== ASSIGNED TASK ==
Produce word for word the lines of the data below running from the one that has "RIB_CREST_RADIUS = 6.95" to the one that has "PLUG_LENGTH = 3.4", inclusive, and no others.

== THE DATA ==
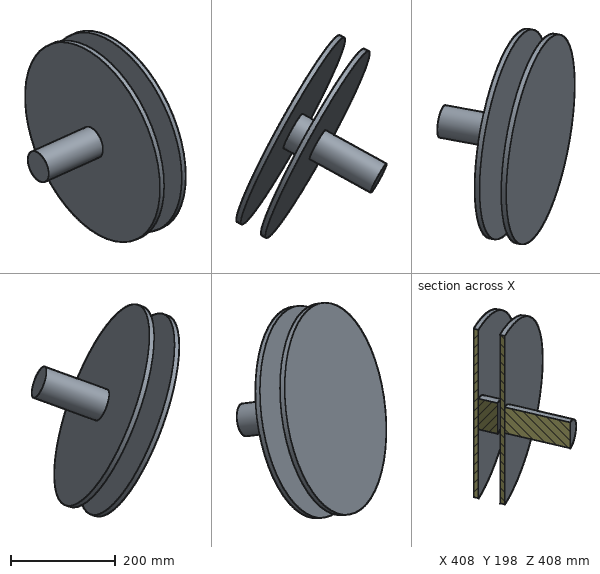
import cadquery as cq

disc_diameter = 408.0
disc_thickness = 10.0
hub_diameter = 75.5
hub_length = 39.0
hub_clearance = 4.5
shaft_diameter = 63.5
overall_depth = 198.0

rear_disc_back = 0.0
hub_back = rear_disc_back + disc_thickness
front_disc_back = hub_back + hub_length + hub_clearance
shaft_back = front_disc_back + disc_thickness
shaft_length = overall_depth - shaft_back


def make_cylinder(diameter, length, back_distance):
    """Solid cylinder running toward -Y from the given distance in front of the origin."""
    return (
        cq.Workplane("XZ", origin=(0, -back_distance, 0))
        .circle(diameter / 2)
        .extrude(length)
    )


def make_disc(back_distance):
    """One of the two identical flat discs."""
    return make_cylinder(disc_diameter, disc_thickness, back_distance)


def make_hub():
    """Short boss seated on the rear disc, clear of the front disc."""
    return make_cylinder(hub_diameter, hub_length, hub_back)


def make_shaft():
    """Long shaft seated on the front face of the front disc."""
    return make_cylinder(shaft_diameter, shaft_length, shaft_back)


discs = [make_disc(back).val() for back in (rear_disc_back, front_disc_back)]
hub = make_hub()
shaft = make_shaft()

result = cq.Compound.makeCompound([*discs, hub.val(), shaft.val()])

---

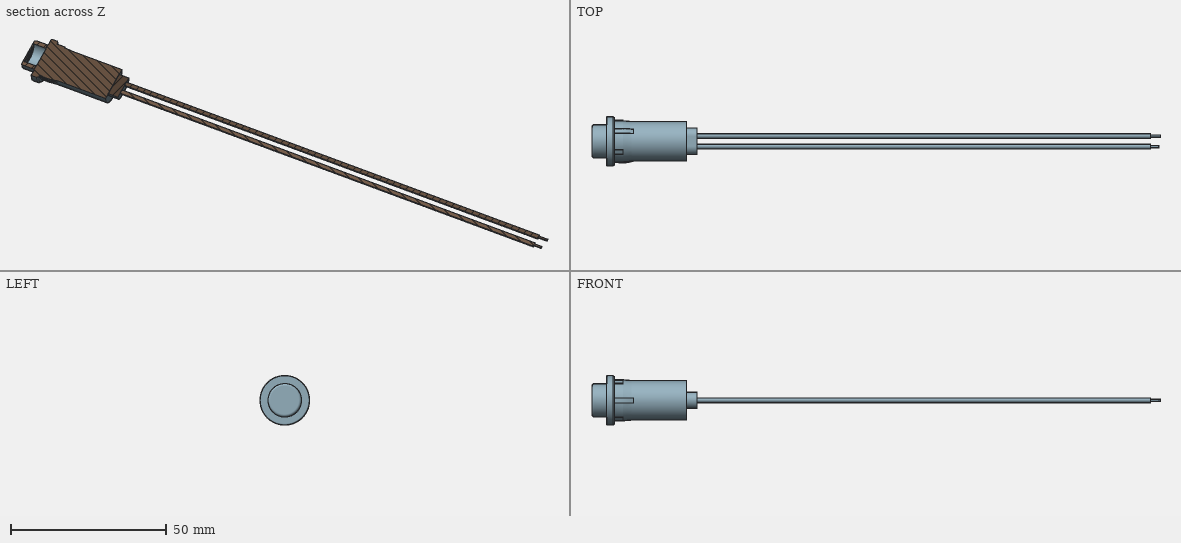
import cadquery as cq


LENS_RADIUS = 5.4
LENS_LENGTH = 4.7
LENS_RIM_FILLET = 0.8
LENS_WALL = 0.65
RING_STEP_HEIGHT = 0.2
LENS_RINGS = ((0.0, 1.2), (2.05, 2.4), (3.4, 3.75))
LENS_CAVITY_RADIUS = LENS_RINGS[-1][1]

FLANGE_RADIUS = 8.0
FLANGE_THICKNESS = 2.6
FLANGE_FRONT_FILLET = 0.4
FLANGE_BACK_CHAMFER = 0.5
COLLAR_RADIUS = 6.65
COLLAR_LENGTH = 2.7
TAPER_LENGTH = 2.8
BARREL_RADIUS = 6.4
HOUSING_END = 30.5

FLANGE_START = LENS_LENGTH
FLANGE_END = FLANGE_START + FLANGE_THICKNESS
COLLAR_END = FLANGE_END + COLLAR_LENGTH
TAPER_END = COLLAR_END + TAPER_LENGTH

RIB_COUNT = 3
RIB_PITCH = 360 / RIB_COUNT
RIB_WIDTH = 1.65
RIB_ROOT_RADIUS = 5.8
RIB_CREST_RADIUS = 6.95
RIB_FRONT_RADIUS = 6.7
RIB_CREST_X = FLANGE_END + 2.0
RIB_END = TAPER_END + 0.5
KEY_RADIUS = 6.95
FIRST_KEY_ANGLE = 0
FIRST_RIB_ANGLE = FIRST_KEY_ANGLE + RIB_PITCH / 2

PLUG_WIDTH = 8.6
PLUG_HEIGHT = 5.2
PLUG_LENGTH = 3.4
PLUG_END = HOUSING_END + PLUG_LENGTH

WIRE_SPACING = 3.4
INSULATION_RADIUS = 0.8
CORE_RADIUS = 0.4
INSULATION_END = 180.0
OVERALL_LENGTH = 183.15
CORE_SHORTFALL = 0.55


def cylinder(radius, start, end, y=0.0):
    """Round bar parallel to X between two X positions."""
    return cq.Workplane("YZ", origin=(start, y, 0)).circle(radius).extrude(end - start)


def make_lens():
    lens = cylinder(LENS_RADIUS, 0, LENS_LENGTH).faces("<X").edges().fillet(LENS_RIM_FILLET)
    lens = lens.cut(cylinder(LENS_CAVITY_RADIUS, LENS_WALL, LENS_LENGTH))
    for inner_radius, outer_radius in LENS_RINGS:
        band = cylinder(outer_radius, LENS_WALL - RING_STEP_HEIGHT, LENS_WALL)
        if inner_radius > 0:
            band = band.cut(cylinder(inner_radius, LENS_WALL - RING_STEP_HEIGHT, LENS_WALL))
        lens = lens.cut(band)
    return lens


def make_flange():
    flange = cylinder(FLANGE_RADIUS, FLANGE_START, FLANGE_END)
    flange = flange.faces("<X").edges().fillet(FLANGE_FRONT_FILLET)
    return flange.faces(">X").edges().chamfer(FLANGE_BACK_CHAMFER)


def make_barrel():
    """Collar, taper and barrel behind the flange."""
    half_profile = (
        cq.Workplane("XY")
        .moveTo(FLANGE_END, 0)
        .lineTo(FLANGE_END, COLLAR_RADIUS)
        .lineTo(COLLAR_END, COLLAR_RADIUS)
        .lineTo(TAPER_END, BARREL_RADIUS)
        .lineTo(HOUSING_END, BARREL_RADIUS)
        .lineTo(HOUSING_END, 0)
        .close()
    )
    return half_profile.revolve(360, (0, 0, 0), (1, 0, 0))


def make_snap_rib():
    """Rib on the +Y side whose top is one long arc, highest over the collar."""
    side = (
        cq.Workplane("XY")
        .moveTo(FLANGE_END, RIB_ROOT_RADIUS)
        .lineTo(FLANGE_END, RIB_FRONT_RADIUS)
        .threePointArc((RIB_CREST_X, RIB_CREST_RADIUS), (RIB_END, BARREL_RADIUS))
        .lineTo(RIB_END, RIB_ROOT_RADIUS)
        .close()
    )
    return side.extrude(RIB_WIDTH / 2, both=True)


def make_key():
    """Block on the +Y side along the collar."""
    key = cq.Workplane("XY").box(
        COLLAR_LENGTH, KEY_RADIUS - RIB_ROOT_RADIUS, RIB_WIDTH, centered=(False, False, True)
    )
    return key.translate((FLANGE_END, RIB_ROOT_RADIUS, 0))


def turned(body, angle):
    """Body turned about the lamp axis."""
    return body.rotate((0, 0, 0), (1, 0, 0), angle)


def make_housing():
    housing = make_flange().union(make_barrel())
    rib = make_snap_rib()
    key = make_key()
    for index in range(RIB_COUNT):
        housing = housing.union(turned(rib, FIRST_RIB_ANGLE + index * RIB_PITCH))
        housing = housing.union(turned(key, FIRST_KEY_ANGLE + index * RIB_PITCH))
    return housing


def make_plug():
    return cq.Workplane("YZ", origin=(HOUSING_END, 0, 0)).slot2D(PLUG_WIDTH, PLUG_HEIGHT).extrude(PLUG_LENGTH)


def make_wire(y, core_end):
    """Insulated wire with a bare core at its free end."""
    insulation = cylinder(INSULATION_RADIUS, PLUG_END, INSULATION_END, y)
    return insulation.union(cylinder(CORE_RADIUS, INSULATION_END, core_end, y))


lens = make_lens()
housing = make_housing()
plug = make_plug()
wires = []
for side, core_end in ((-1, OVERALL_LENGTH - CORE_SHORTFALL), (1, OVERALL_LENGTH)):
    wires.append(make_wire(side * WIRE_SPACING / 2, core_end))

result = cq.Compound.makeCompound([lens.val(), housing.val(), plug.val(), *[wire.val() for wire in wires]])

== ANSWER TO THE EXERCISE ==
RIB_CREST_RADIUS = 6.95
RIB_FRONT_RADIUS = 6.7
RIB_CREST_X = FLANGE_END + 2.0
RIB_END = TAPER_END + 0.5
KEY_RADIUS = 6.95
FIRST_KEY_ANGLE = 0
FIRST_RIB_ANGLE = FIRST_KEY_ANGLE + RIB_PITCH / 2

PLUG_WIDTH = 8.6
PLUG_HEIGHT = 5.2
PLUG_LENGTH = 3.4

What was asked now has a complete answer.